Uranium sale to fuel arms race: Imran

Thursday, 16 August, 2007

by Katherine Murphy
The Age

PAKISTANI cricketer turned politician Imran Khan has predicted that the Howard Government's decision to sell uranium to India will spark a new arms race on the subcontinent.

Khan, who leads the Movement for Justice party, told SBS Television last night that Australia's decision to export uranium would encourage generals in his country to spend more on weapons to counter India's access to nuclear fuel.

Australia has decided to sell uranium to India, but not Pakistan, because Foreign Minister Alexander Downer argues that India has a good record on weapons non-proliferation.

Khan said last night that Australia should have been even-handed in its decision on uranium exports. He said funds in Pakistan would now be diverted from human development to arms development, "and we will have a sort of arms race in the subcontinent which poor people in our countries cannot afford".

Asked whether Australia should have made the decision, he replied: "Absolutely not."

In comments that defy the upbeat assessments from Canberra that selling uranium to Delhi will make the world safer, India's chief scientific adviser, Rajagopala Chidambaram, said Delhi would decide which of its nuclear plants to open to inspectors and which would remain closed off.

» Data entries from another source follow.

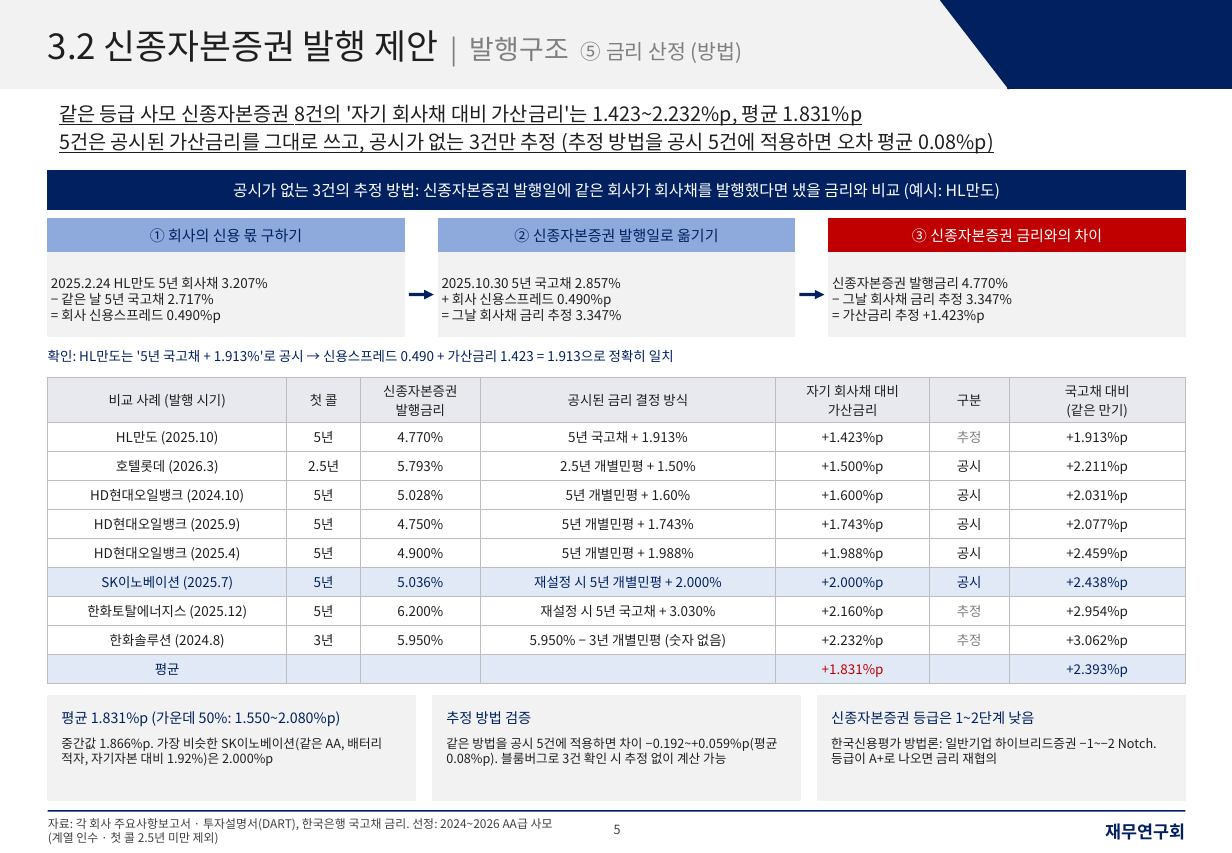
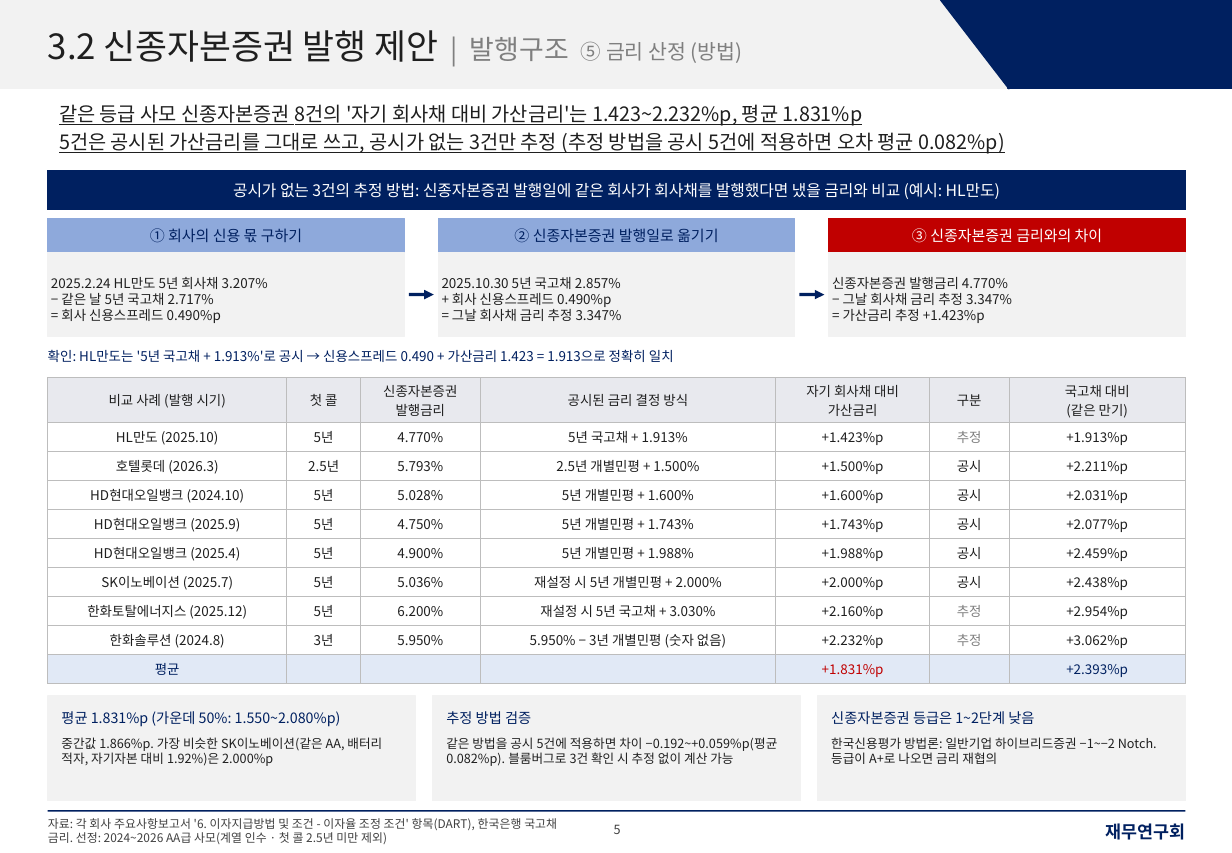
Before and after one commit to shy065542-rgb/SSHHYY, a slide deck: slide 5 of LGES_신종_발행구조_재무연구회양식.pptx. Drawn at 1232x853 pixels with LibreOffice and Linux fonts; fonts in the diff are those of the drawing. Boxes give left, top, right and bottom in pixels: in the first picture for what was removed or moved away, otherwise in the second. Text is boxed around its words. In the diff, an @@ line names an element or a change of style, - is before the commit and + after.

```diff
--- a/LGES_신종_발행구조_재무연구회양식.pptx
+++ b/LGES_신종_발행구조_재무연구회양식.pptx
@@ text at (x1=59, y1=132, x2=1004, y2=154): text changed @@
-5건은 공시된 가산금리를 그대로 쓰고, 공시가 없는 3건만 추정 (추정 방법을 공시 5건에 적용하면 오차 평균 0.08%p)
+5건은 공시된 가산금리를 그대로 쓰고, 공시가 없는 3건만 추정 (추정 방법을 공시 5건에 적용하면 오차 평균 0.082%p)
@@ table at (x1=48, y1=378, x2=1185, y2=681) @@
-row 3, column 4: 2.5년 개별민평 + 1.50%
+row 3, column 4: 2.5년 개별민평 + 1.500%
-row 4, column 4: 5년 개별민평 + 1.60%
+row 4, column 4: 5년 개별민평 + 1.600%
@@ fill #E1E9F6 to none in row 7 @@
@@ text colour #002060 to #1F1F1F in "SK이노베이션 (2025.7)", "5년", "5.036%", "재설정 시 5년 개별민평 + 2.000%" and 3 more places @@
@@ text at (x1=446, y1=737, x2=778, y2=766): text changed @@
-같은 방법을 공시 5건에 적용하면 차이 −0.192~+0.059%p(평균 0.08%p). 블룸버그로 3건 확인 시 추정 없이 계산 가능
+같은 방법을 공시 5건에 적용하면 차이 −0.192~+0.059%p(평균 0.082%p). 블룸버그로 3건 확인 시 추정 없이 계산 가능
@@ text at (x1=48, y1=818, x2=557, y2=844): text changed @@
-자료: 각 회사 주요사항보고서 · 투자설명서(DART), 한국은행 국고채 금리. 선정: 2024~2026 AA급 사모(계열 인수 · 첫 콜 2.5년 미만 제외)
+자료: 각 회사 주요사항보고서 '6. 이자지급방법 및 조건 - 이자율 조정 조건' 항목(DART), 한국은행 국고채 금리. 선정: 2024~2026 AA급 사모(계열 인수 · 첫 콜 2.5년 미만 제외)
```
Also in this commit, not shown: 2 other slides changed, 1 other file.

In an interview with The Hindu newspaper, Mr Chidambaram said: "Whatever reactors we put under safeguards will be decided at India's discretion."

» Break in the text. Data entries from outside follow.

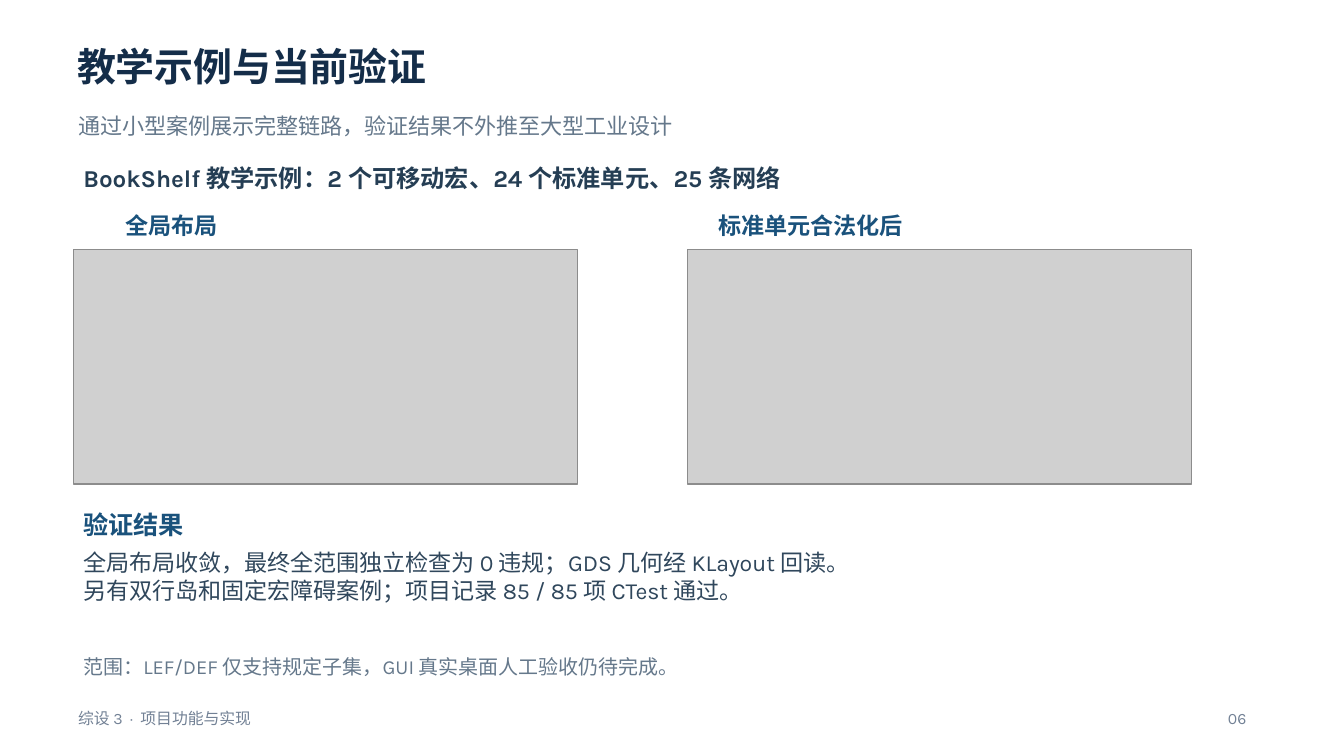
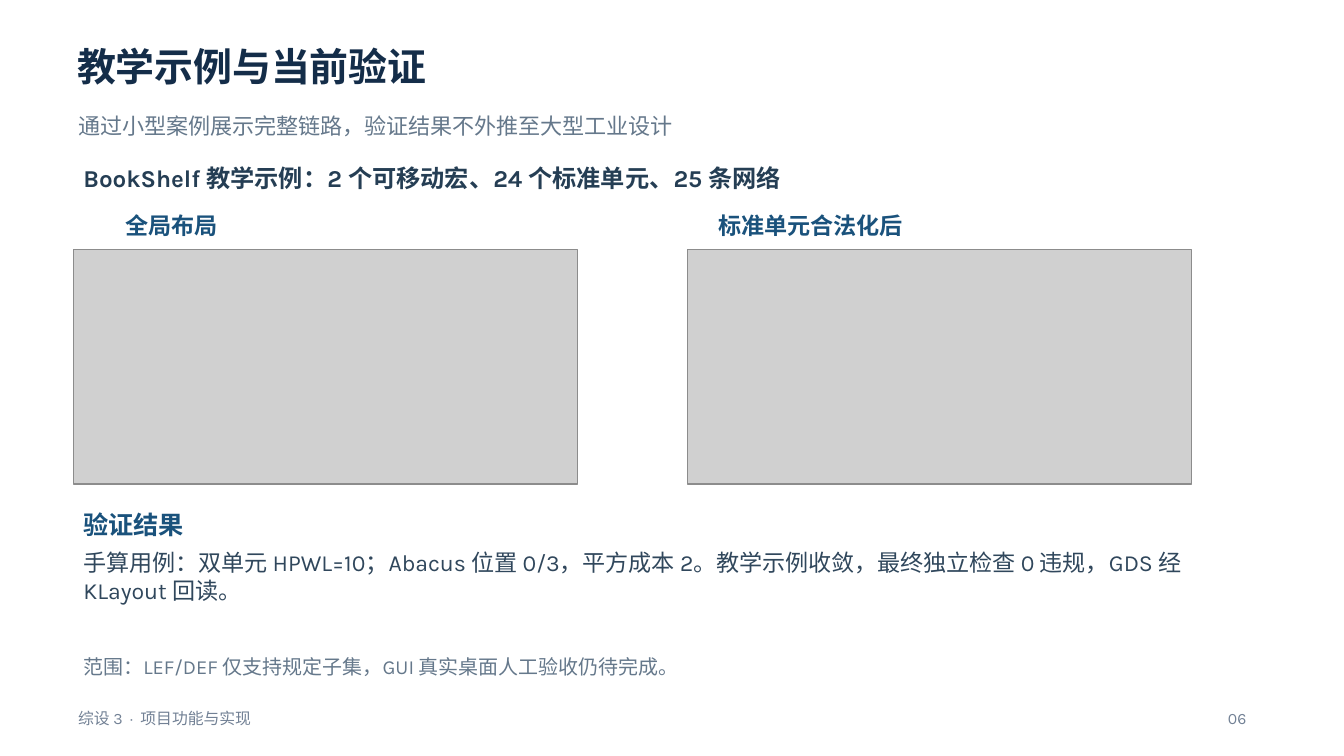
Before and after one commit to kamisato-funeki/ZS-3, a slide deck: slide 6 of docs/综设3-任务5至7汇报.pptx. Drawn at 1344x756 pixels with LibreOffice and Linux fonts; fonts in the diff are those of the drawing; grey boxes stand for pictures. Boxes give left, top, right and bottom in pixels: in the first picture for what was removed or moved away, otherwise in the second. Text is boxed around its words. In the diff, an @@ line names an element or a change of style, - is before the commit and + after.

```diff
--- a/docs/综设3-任务5至7汇报.pptx
+++ b/docs/综设3-任务5至7汇报.pptx
@@ text at (83, 551, 1181, 605): text changed @@
-全局布局收敛，最终全范围独立检查为 0 违规；GDS 几何经 KLayout 回读。
-另有双行岛和固定宏障碍案例；项目记录 85 / 85 项 CTest 通过。
+手算用例：双单元 HPWL=10；Abacus 位置 0/3，平方成本 2。教学示例收敛，最终独立检查 0 违规，GDS 经 KLayout 回读。
```
Also in this commit, not shown: 4 other slides changed, 1 slide added, 14 slides removed.

He said India had no intention to quarantine its military program from its civilian program because nuclear scientists would work across both programs.

"We are not firewalling between the civil and military programs in terms of manpower or personnel. That's not on," Dr Chidambaram said.

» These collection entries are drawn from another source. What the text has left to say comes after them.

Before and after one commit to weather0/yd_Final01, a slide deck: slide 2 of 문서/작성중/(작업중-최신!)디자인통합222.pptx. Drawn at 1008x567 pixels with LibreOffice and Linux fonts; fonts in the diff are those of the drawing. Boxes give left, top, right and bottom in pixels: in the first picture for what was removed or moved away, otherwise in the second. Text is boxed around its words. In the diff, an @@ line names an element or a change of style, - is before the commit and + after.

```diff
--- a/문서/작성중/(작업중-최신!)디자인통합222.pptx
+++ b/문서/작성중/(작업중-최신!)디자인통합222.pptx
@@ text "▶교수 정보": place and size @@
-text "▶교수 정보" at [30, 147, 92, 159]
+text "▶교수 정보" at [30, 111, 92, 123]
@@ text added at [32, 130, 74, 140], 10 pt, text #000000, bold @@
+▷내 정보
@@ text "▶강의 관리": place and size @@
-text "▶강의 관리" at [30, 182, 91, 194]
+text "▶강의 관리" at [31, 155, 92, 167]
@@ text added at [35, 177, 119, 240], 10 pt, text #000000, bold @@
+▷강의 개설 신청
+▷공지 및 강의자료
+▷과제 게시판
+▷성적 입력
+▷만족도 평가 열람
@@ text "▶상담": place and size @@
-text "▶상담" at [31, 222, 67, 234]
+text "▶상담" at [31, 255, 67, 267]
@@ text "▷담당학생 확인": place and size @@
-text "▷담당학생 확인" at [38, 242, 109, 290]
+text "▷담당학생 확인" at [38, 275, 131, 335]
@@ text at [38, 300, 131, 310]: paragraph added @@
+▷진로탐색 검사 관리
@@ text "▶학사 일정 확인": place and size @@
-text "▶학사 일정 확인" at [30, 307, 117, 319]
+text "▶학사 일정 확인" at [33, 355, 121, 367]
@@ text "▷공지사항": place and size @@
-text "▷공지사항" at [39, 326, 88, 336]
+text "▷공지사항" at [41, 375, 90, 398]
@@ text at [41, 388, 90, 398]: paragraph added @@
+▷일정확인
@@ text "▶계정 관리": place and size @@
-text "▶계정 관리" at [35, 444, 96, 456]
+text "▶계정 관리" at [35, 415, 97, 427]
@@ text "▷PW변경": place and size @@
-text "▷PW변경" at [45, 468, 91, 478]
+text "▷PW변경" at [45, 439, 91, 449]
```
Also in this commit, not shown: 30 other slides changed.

His comments followed the nuclear co-operation agreement struck between Washington and Delhi. Dr Chidambaram was a key player in those negotiations.

That agreement will form a template for the Howard Government, which plans to pursue its own safeguards agreement to sell uranium to the subcontinent.

Mr Downer said selling uranium to India would make the world safer because its nuclear plants would be subject to international inspections for the first time.

He said there was no way the uranium could be used for military purposes.

Last night Mr Downer told the ABC that United Nations inspectors would ensure the uranium remained in the civilian program.

But the comments of Dr Chidambaram reveal that India will retain discretion over which plants are in the net and which remain closed to the rest of the world.

He also said new fast-breeder reactors should stay outside inspections. "Now, anything which requires advanced R&D, we don't want to slow it down by having someone looking over their shoulder," he said.

Australia's decision is a groundbreaking shift in foreign policy, which had prohibited the sale of uranium to countries outside the Nuclear Non-Proliferation Treaty.

Labor leader Kevin Rudd condemned the decision yesterday.

"It is a very bad development indeed when we have the possibility of the Government of Australia stepping outside the Nuclear Non-Proliferation Treaty and saying it's OK to sell uranium (to a country) which isn't a signatory," he said.

Greens leader Bob Brown said: "Australia is directly fuelling the production of nuclear weapons for a country which will soon have rockets that will reach Australia."